Mr. Stickle reviewed the provisions. He highlighted the
differences (items highlighted in grey) in the Senate
Finance Committee Substitute (CS) compared to the Senate
Resources Committee version of SB 21. The first provision
eliminated the progressive portion of the tax and remained
unchanged. The second provision adjusted the base rate from
35 percent of the production tax value down to 30 percent
in the finance CS. The finance version decreased revenues
to the state compared to the resources CS that imposed a
higher base rate production tax. The third provision
eliminated the qualified capital expenditures for the North
Slope, and remained unchanged in the finance CS. The
finance CS monetized the net operating loss credit and
increased it to 30 percent to match the base rate. The
department deemed that the net operating loss (NOL) credits
would not be taken against tax liability; but instead used
by companies that did not have a tax liability. The change
to the NOL credit impacted the operating budget.
Mr. Stickle discussed the Gross Revenue Exclusion (GRE) for
certain wells. The Resources CS applied the GRE to specific
units, Participating Area (PA) or portions of PAs. The
finance CS applied a lower exclusion of 20 percent, which
was applied to any well that met certain qualifications on
approval by DNR. The range ($0 to $50 million) displayed
assumed that at the lower end only new developments would
receive the GRE. The higher end of the range assumed that
any production in "under development" and "under
evaluation" components of the department's production
forecast would receive the exclusion. The fiscal impact
would likely fall in the middle of the range.
Mr. Stickle detailed that the extension of the small
producer credit was unchanged. The finance CS retained the
elimination of the mandatory two year credit provision. The
community revenue sharing fund and the $5 per barrel tax
allowance were left unchanged. The new corporate income tax
credit for qualified oil and gas service expenditures
remained intact.
Mr. Stickle noted that a new provision in the finance
version was included to reduce the interest rate on late
payments or assessments for most taxes administered by the
Department of Revenue (DOR). He predicted a small impact in
revenues in the early years and a growing impact over time.
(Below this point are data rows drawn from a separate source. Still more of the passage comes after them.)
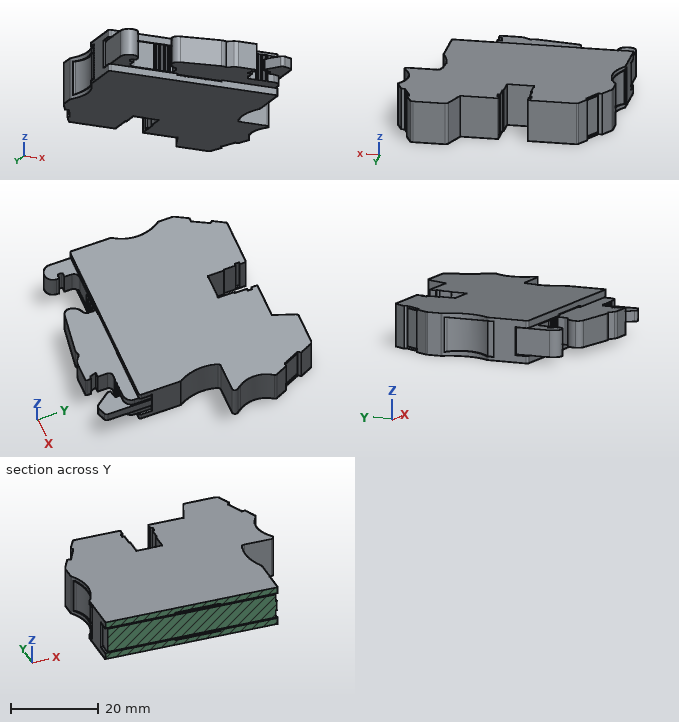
import cadquery as cq
import math

thickness = 10.0
mid_z = thickness / 2
total_height = 51.45
housing_base = 9.4
housing_right = 42.4
shoulder = 45.8
base_corner_radius = 0.45

waist_y = 25.45
waist_half_height = 5.8
waist_depth = 1.9
waist_radius = (waist_half_height**2 + waist_depth**2) / (2 * waist_depth)
right_waist_depth = 1.7

left_ledge_y = 38.25
left_lip_y = 42.2
right_ledge_y = 43.55
right_lip_y = 47.55
marker_side_wall = 0.5
marker_depth = 0.2

slot_left = 17.8
slot_right = 24.65
slot_floor = 36.2
slot_step_y = 40.25
slot_step = 0.25
key_bottom = 43.2
key_height = 1.05
key_depth = 0.5
key_floor_z = 0.5

grip_bottom = 18.0
grip_top = 30.7
grip_side_wall = 0.8
grip_depth = 0.25
grip_floor_bottom = 18.15
grip_floor_top = 30.35
grip_draft = 12.0

foot_thickness = 6.3
foot_left = 0.5
foot_right = 41.9
foot_top = 12.6
rail_seat = 9.35
foot_step = 6.35
foot_corner_radius = 2.05
channel_width = 6.6
wide_channel_width = 7.25
wide_channel_start = 17.25
wide_channel_end = 28.3
wide_channel_depth = 0.5
left_tooth_count = 4
left_tooth_start = 11.45
right_tooth_count = 3
right_tooth_start = 35.7
tooth_pitch = 1.2
left_tooth_height = 0.4
right_tooth_height = 0.25
tooth_tip = 0.3
tooth_base = 0.6
hook_thickness = 2.5
hook_right = 42.25


def extrude_mid(sketch, width):
    """Extrude a closed XY outline symmetrically about the middle of the thickness."""
    return sketch.extrude(width / 2, both=True).translate((0, 0, mid_z))


def block(x0, x1, y0, y1, width):
    """Box between two X and two Y limits, centred in the thickness."""
    return cq.Workplane("XY").box(x1 - x0, y1 - y0, width).translate(((x0 + x1) / 2, (y0 + y1) / 2, mid_z))


def round_corners(body, radius, corners):
    """Round the edges along Z that stand on the given XY corners."""
    tolerance = 0.025
    for x, y in corners:
        near = (x - tolerance, y - tolerance, -0.5)
        far = (x + tolerance, y + tolerance, thickness + 0.5)
        body = body.edges("|Z").edges(cq.selectors.BoxSelector(near, far)).fillet(radius)
    return body


def make_housing():
    waist_low = waist_y - waist_half_height
    waist_high = waist_y + waist_half_height
    left_shoulder = (6.15, shoulder)
    left_cheek = (0, 35.05)
    tower_left = (35.5, total_height)
    tower_right = (43.95, total_height)
    cheek = (49.05, 40.4)
    nose_low = 29.75
    nose_tip = (50.1, nose_low)
    nose_root = (41.4, nose_low)
    outline = (
        cq.Workplane("XY")
        .moveTo(0, housing_base)
        .lineTo(0, waist_low)
        .threePointArc((waist_depth, waist_y), (0, waist_high))
        .lineTo(*left_cheek)
        .lineTo(1.8, left_ledge_y)
        .lineTo(2.75, left_ledge_y)
        .lineTo(4.85, left_lip_y)
        .lineTo(4.4, 42.75)
        .lineTo(*left_shoulder)
        .lineTo(slot_left, shoulder)
        .lineTo(slot_left, slot_step_y)
        .lineTo(slot_left + slot_step, slot_step_y)
        .lineTo(slot_left + slot_step, slot_floor)
        .lineTo(slot_right - slot_step, slot_floor)
        .lineTo(slot_right - slot_step, slot_step_y)
        .lineTo(slot_right, slot_step_y)
        .lineTo(slot_right, shoulder)
        .lineTo(33.45, shoulder)
        .lineTo(*tower_left)
        .lineTo(*tower_right)
        .lineTo(45.45, 48.15)
        .lineTo(44.95, right_lip_y)
        .lineTo(46.8, right_ledge_y)
        .lineTo(47.65, right_ledge_y)
        .lineTo(*cheek)
        .threePointArc((47.45, 36.0), (48.6, 31.85))
        .lineTo(*nose_tip)
        .lineTo(*nose_root)
        .threePointArc((housing_right - right_waist_depth, waist_y), (housing_right, waist_low))
        .lineTo(housing_right, housing_base)
        .close()
    )
    body = extrude_mid(outline, thickness)
    body = round_corners(body, base_corner_radius, [(0, housing_base), (housing_right, housing_base)])
    body = round_corners(body, 0.2, [(slot_left, shoulder), (slot_right, shoulder)])
    body = round_corners(body, 0.5, [left_shoulder, cheek, (0, waist_low), (0, waist_high)])
    body = round_corners(body, 1.05, [left_cheek])
    body = round_corners(body, 0.75, [tower_left, tower_right, nose_tip, nose_root])
    return body


def make_marker_recess(start, end, inward):
    """Shallow recess between two outline points, leaving a thin wall on either face."""
    (x0, y0), (x1, y1) = start, end
    length = math.hypot(x1 - x0, y1 - y0)
    shift_x = inward * marker_depth * (y1 - y0) / length
    shift_y = -inward * marker_depth * (x1 - x0) / length
    corners = [start, end, (x1 + shift_x, y1 + shift_y), (x0 + shift_x, y0 + shift_y)]
    return extrude_mid(cq.Workplane("XY").polyline(corners).close(), thickness - 2 * marker_side_wall)


def make_slot_keys():
    """Key grooves facing each other in the slot walls, open at the +Z face only."""
    return (
        cq.Workplane("XY", origin=(0, 0, key_floor_z))
        .moveTo((slot_left + slot_right) / 2, key_bottom + key_height / 2)
        .rect(slot_right - slot_left + 2 * key_depth, key_height)
        .extrude(thickness - key_floor_z)
    )


def make_grip_pocket():
    """Pocket that follows the left waist at a constant depth, with drafted side walls."""
    reach = waist_depth + grip_depth
    drop = waist_radius - math.sqrt(waist_radius**2 - (grip_floor_top - waist_y) ** 2)
    floor = (
        cq.Workplane("XY")
        .moveTo(0, grip_bottom)
        .lineTo(grip_depth, grip_floor_bottom)
        .lineTo(grip_depth, waist_y - waist_half_height)
        .threePointArc((reach, waist_y), (reach - drop, grip_floor_top))
        .lineTo(0, waist_y + waist_half_height)
        .close()
    )
    opening_half_width = mid_z - grip_side_wall
    inner_half_width = opening_half_width - reach * math.tan(math.radians(grip_draft))
    sides = (
        cq.Workplane("XZ", origin=(0, grip_bottom, mid_z))
        .moveTo(0, -opening_half_width)
        .lineTo(reach, -inner_half_width)
        .lineTo(reach, inner_half_width)
        .lineTo(0, opening_half_width)
        .close()
        .extrude(grip_bottom - grip_top)
    )
    return extrude_mid(floor, thickness).intersect(sides)


def make_tooth(x, seat, height):
    """Rail-gripping rib under a seat, tapering to a narrow tip."""
    corners = [
        (x - tooth_base / 2, seat),
        (x - tooth_tip / 2, seat - height),
        (x + tooth_tip / 2, seat - height),
        (x + tooth_base / 2, seat),
    ]
    return extrude_mid(cq.Workplane("XY").polyline(corners).close(), foot_thickness)


def make_foot():
    leg_right = 4.8
    leg_radius = 2.1
    leg_center = (foot_left + leg_radius, 4.15)
    notch_x = 3.6
    notch_low = 4.95
    notch_high = 6.15
    jaw_x = 15.95
    claw_x = 32.95
    seat_end = 38.5
    outline = (
        cq.Workplane("XY")
        .moveTo(foot_left, foot_top)
        .lineTo(foot_left, leg_center[1])
        .threePointArc(
            (leg_center[0], leg_center[1] - leg_radius),
            (leg_center[0] + leg_radius, leg_center[1]),
        )
        .lineTo(leg_right, notch_low)
        .lineTo(notch_x, notch_low)
        .lineTo(notch_x, notch_high)
        .lineTo(leg_right, notch_high)
        .lineTo(leg_right, rail_seat)
        .lineTo(jaw_x, rail_seat)
        .lineTo(jaw_x, 7.55)
        .threePointArc((15.7, 6.85), (14.8, 6.3))
        .threePointArc((13.75, 5.2), (13.3, 3.7))
        .threePointArc((13.65, 2.8), (14.65, 2.25))
        .lineTo(24.3, 0.9)
        .threePointArc((25.0, 0.95), (25.7, 1.2))
        .lineTo(27.15, 0.25)
        .threePointArc((27.6, 0.1), (28.2, 0))
        .lineTo(claw_x, 0)
        .lineTo(claw_x, 1.35)
        .lineTo(32.25, 1.45)
        .lineTo(31.85, 2.95)
        .lineTo(claw_x, 2.95)
        .lineTo(claw_x, foot_step)
        .lineTo(foot_right, foot_step)
        .lineTo(foot_right, foot_top)
        .close()
    )
    foot = extrude_mid(outline, foot_thickness)
    foot = round_corners(foot, 0.3, [(notch_x, notch_low), (notch_x, notch_high), (claw_x, 0)])
    foot = round_corners(foot, 1.45, [(leg_right, rail_seat)])
    foot = round_corners(foot, 1.05, [(claw_x, foot_step)])
    foot = round_corners(foot, foot_corner_radius, [(foot_right, foot_step)])

    for i in range(left_tooth_count):
        foot = foot.union(make_tooth(left_tooth_start + i * tooth_pitch, rail_seat, left_tooth_height))
    for i in range(right_tooth_count):
        foot = foot.union(make_tooth(right_tooth_start + i * tooth_pitch, foot_step, right_tooth_height))

    hook = (
        cq.Workplane("XY")
        .moveTo(seat_end, foot_top)
        .lineTo(seat_end, 5.1)
        .lineTo(36.6, 4.65)
        .lineTo(36.6, 3.9)
        .lineTo(39.0, 0.7)
        .threePointArc((39.4, 0.35), (39.95, 0.35))
        .lineTo(41.7, 1.05)
        .threePointArc((42.1, 1.3), (hook_right, 1.65))
        .lineTo(hook_right, foot_top)
        .close()
    )
    return foot.union(extrude_mid(hook, hook_thickness))


housing = make_housing()
housing = housing.cut(make_marker_recess((2.75, left_ledge_y), (4.85, left_lip_y), 1))
housing = housing.cut(make_marker_recess((46.8, right_ledge_y), (44.95, right_lip_y), -1))
housing = housing.cut(make_slot_keys())
housing = housing.cut(make_grip_pocket())
housing = housing.cut(block(0, housing_right, housing_base, foot_top, channel_width))
wide_channel = block(
    wide_channel_start, wide_channel_end,
    housing_base, housing_base + wide_channel_depth, wide_channel_width,
)
housing = housing.cut(wide_channel)

result = housing.union(make_foot())

The extension of the exploration extension credit was
unchanged from the prior version of the bill. He reported
that the combined impact of the revenue provisions totaled
$900 million to $1.1 billion increasing to $1.5 to $1.9
billion in FY 19.
Mr. Stickle offered that the impact was mitigated to some
extent by the impact on appropriations. The impacts on the
operating budget were divided into three items. The first
impact resulted from credits taken in one versus two years.
The provision advanced the entire $150 million liability in
refunded North Slope Credits to FY 14. The provision was
net revenue neutral. The limitation to the Qualified
Capital Expenditures (QCE) credit decreased refunded
credits by $150 million per year for the North Slope, which
benefitted the operating budget. The finance CS expanded
the NOL credits from 25 percent to 30 percent and impacted
the operating budget by approximately $25 million per year.
Mr. Stickle communicated that the total fiscal impact for
both the state's operating budget and revenue was
approximately $1 billion to $1.3 billion in FY 2014
increasing to $1.4 billion to $1.8 billion in FY 2019.
9:22:11 AM
Vice-Chair Fairclough questioned the GRE for wells as
listed on line 5, slide 1. She referenced that the range
for 2014 was zero to $50 million for certain wells. She
asked what production level the $50 million was based on.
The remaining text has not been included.